[[ Given data open ]]

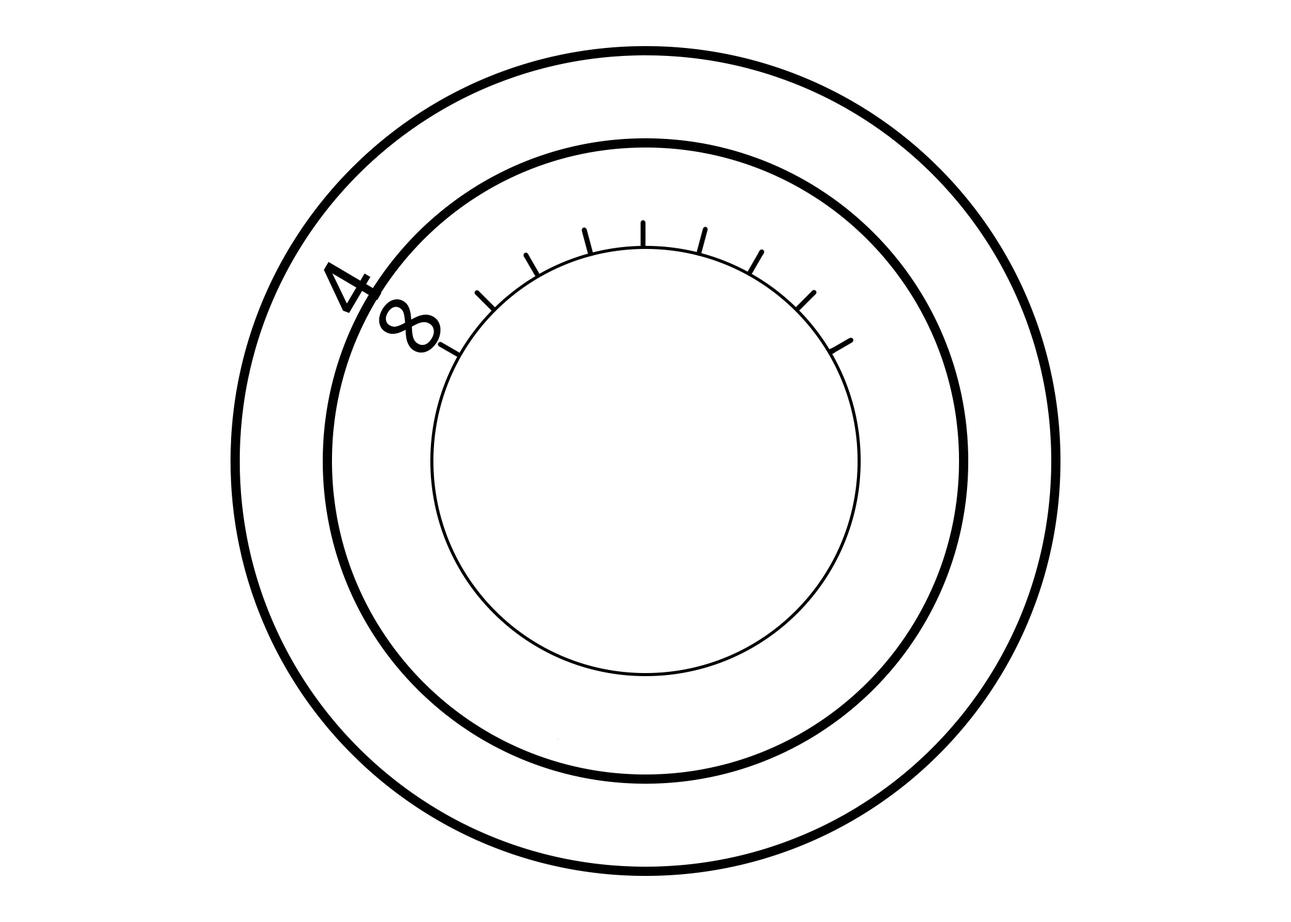
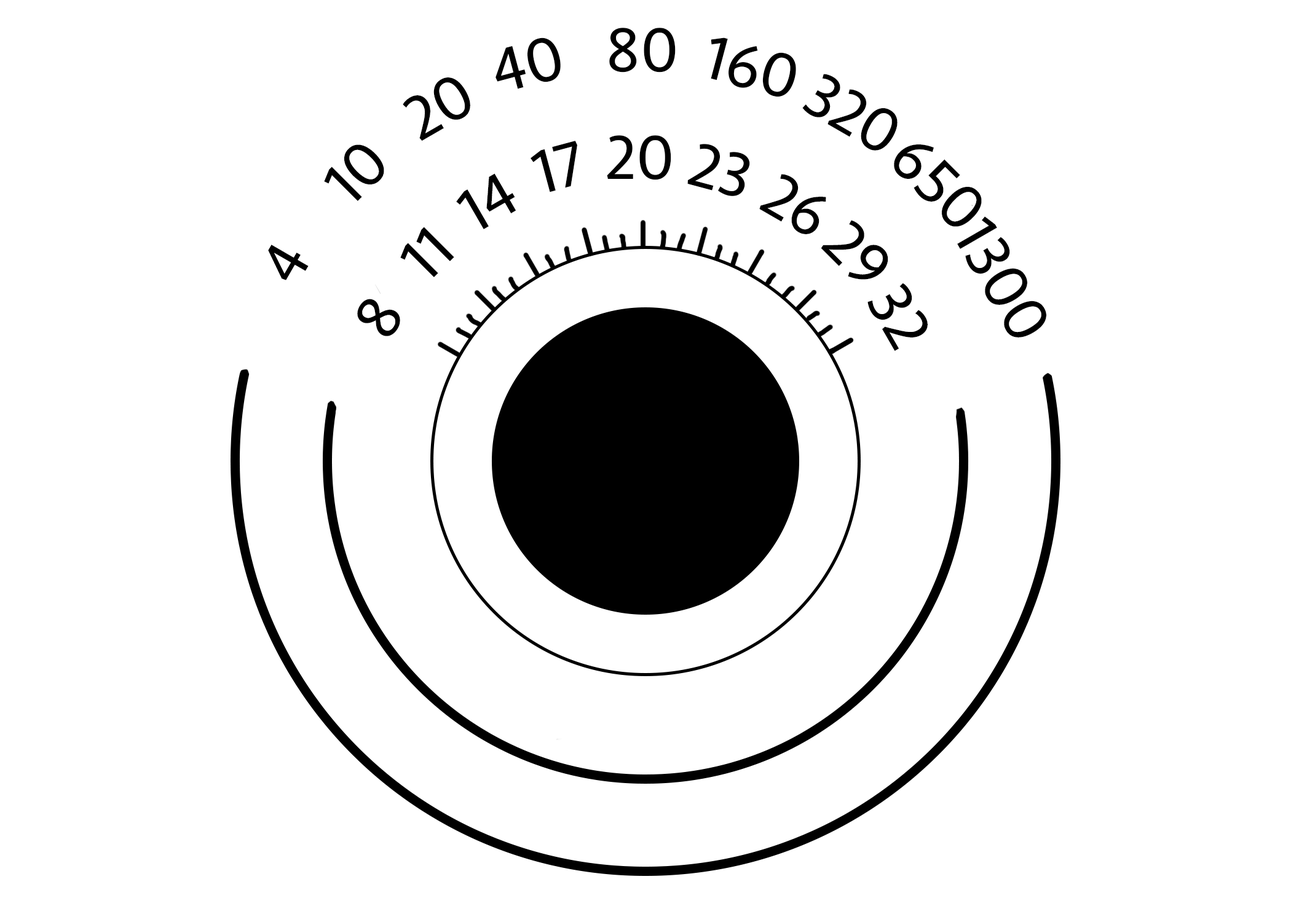
The second 1291px x 922px image is a revision of the first. Changes to its layers:
added layer "20. 14" above "10. 11" over [402, 77, 517, 230]
added layer "10. 11" above "3000 32" over [324, 144, 455, 278]
added layer "3000 32" above "640 29" over [867, 216, 1047, 352]
added layer "640 29" above "320 26" over [821, 144, 983, 280]
added layer "320 26" above "160 23" over [759, 73, 898, 235]
added layer "160 23" above "80 20" over [687, 37, 797, 197]
added layer "80 20" above "40 17" over [606, 27, 676, 181]
added layer "40 17" above "4 8" over [495, 37, 578, 193]
painted on "4 8" over [268, 244, 441, 354]
added layer "Ellipse 1 copy 3" above "Layer 1" over [491, 307, 800, 615]
added layer "Layer 2" above "Ellipse 2 copy" over [239, 27, 1053, 439]
painted on "Ellipse 1 copy" over [394, 140, 868, 769]

[[ Given data closed ]]

**What to produce**
The response must repeat all the lines above exactly and include no pictures.

**Task solution**
The second 1291px x 922px image is a revision of the first. Changes to its layers:
added layer "20. 14" above "10. 11" over [402, 77, 517, 230]
added layer "10. 11" above "3000 32" over [324, 144, 455, 278]
added layer "3000 32" above "640 29" over [867, 216, 1047, 352]
added layer "640 29" above "320 26" over [821, 144, 983, 280]
added layer "320 26" above "160 23" over [759, 73, 898, 235]
added layer "160 23" above "80 20" over [687, 37, 797, 197]
added layer "80 20" above "40 17" over [606, 27, 676, 181]
added layer "40 17" above "4 8" over [495, 37, 578, 193]
painted on "4 8" over [268, 244, 441, 354]
added layer "Ellipse 1 copy 3" above "Layer 1" over [491, 307, 800, 615]
added layer "Layer 2" above "Ellipse 2 copy" over [239, 27, 1053, 439]
painted on "Ellipse 1 copy" over [394, 140, 868, 769]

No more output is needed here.